I've bought a Tissot Le Locle, it came with a black leather deployment clasp strap.

It's a lovely watch for sure but I find the strap a little short - fixes on the third hole which doesn't leave much of a 'tail' to slip under the two retaining bands - am I making myself clear? I don't yet know the correct terminology.

Anyway, I was wondering if anyone knows if Tissot do extra length straps?

_I'd quite like to keep this watch on an original strap._

Obviously, as a last resort, I realise I can get a third party strap which might be more suitable, but would prefer not to.

(as a supplementary - I've never changed a strap myself, is there a simple 'how to' tutorial knocking about anywhere? And what tool(s) would I need?)

Thanks


----------



## philjopa (May 18, 2005)

langtoftlad said:


> Hi
> 
> I've bought a Tissot Le Locle, it came with a black leather deployment clasp strap.
> 
> ...


The Le Locle is a beautiful watch - here's mine










I've only got a slim wrist so the deployment strap is OK for me.

To change the strap, all you need is a spring bar tool - have a look under the RLT Sales site under Watch Tools. All you need to do to change the strap is to gently slide the end of the spring bar tool between the lug and the strap. The bars that hold the strap on to the case are normally spring loaded. Gently push the spring bar tool towards the strap (away from the lug) and witha bit of luck that should force the spring bar down and it should pop out of its little retaining hole. You can then remove the strap from the lugs.

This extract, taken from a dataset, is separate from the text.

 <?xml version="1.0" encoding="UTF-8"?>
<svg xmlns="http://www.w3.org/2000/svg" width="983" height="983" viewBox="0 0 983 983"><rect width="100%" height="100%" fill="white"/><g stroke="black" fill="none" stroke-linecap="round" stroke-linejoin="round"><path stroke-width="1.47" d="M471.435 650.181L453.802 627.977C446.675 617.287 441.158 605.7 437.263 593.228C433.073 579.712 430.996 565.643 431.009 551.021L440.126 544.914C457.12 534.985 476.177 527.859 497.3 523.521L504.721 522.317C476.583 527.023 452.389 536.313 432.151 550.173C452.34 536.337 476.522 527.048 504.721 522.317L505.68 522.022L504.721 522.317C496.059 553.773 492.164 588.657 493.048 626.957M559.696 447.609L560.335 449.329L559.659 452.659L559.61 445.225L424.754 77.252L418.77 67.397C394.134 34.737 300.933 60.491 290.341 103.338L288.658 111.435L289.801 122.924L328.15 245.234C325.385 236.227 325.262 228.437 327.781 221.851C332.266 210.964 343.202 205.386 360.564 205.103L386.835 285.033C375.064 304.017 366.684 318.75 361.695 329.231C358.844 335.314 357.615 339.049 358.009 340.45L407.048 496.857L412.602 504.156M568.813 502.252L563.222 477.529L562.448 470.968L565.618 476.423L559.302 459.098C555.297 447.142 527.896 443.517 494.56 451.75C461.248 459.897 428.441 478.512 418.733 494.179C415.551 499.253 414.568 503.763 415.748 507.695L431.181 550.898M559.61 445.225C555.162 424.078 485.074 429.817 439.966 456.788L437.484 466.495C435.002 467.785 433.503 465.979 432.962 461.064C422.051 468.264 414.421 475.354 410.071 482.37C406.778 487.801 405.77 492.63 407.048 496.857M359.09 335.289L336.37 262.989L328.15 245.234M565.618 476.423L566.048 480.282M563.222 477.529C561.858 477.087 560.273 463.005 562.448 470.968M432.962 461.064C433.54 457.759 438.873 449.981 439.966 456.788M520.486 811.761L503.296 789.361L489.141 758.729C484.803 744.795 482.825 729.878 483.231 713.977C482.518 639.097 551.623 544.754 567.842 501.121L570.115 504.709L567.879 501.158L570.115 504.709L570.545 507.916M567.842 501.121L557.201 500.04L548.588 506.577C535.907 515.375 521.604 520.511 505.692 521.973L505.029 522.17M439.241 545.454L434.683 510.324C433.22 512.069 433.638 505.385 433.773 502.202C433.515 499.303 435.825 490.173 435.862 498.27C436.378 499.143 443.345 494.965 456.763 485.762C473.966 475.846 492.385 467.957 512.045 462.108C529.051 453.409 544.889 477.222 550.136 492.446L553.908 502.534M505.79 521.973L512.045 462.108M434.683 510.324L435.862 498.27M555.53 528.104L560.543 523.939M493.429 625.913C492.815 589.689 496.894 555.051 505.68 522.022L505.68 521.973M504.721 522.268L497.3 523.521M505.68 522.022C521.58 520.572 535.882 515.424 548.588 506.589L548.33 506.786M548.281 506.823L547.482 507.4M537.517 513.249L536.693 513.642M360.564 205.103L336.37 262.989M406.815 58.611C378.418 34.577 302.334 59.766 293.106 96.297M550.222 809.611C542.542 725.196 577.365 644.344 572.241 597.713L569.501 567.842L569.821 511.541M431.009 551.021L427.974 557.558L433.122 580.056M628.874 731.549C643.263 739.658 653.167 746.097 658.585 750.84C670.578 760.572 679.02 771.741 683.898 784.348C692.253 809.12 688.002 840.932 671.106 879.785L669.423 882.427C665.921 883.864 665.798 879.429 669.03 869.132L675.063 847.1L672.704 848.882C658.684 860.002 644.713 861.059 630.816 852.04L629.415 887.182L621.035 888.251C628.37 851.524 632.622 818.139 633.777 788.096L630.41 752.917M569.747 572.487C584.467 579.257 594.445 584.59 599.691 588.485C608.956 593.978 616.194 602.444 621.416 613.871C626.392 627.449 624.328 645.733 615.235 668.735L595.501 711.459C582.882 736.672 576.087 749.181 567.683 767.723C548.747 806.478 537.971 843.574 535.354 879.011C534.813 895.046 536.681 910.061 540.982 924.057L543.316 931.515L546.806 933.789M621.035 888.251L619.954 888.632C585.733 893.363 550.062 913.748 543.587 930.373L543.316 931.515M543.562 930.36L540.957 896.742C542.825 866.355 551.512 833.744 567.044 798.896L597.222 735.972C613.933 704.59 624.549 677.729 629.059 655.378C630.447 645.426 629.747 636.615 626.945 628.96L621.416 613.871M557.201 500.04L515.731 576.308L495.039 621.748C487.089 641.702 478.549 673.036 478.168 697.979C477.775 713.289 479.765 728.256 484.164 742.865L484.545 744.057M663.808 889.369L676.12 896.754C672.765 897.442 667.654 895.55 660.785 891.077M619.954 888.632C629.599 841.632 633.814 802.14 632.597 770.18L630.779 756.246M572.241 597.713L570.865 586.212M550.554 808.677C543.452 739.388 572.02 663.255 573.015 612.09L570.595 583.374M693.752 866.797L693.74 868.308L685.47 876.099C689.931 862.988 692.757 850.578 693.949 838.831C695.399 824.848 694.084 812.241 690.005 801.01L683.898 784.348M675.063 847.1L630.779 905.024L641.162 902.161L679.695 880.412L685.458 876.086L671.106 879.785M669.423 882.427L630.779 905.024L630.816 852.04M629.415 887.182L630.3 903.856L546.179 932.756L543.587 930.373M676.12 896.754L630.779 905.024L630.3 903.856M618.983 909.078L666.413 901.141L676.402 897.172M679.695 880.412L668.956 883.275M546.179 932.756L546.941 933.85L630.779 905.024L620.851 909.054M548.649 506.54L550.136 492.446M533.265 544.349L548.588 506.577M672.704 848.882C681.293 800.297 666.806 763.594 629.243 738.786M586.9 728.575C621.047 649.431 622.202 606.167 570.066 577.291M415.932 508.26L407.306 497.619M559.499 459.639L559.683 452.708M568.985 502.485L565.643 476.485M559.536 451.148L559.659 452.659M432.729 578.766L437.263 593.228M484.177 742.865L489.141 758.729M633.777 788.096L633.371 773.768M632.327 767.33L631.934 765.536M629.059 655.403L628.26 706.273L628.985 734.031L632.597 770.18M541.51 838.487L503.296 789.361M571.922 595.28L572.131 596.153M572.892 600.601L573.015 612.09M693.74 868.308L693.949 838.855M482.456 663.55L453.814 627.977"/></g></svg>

You then need to push the string bar out of the old strap and insert it into the new strap. The fitting of the strap is then the reverse of what you've already done. First insert one end of the spring bar into its retaining hole on the lug. Then using the spring bar tool, gently push the other end of the spring bar down. Then comes the slightly fiddly bit - still with the spring bar pushed down, gently slide the pushed down end along the inside of the lug until it slots into the retaining hole.

Voila!









Takes a bit of practice that's all. Just be careful that you don't scratch the outside of the case whe you're doing this.


----------



## langtoftlad (Mar 31, 2007)

philjopa said:


> langtoftlad said:
> 
> 
> > Hi
> ...


Thanks for that - I'll have to get myself sorted with one of those gizmos... it seems that many forum members have a collection of straps as large as their watch collections, and change them frequently...

What about buckles - I recently had the strap on a Raymond Weil swapped for an extra long one by a little man who does... he also swopped the monographed RW buckle.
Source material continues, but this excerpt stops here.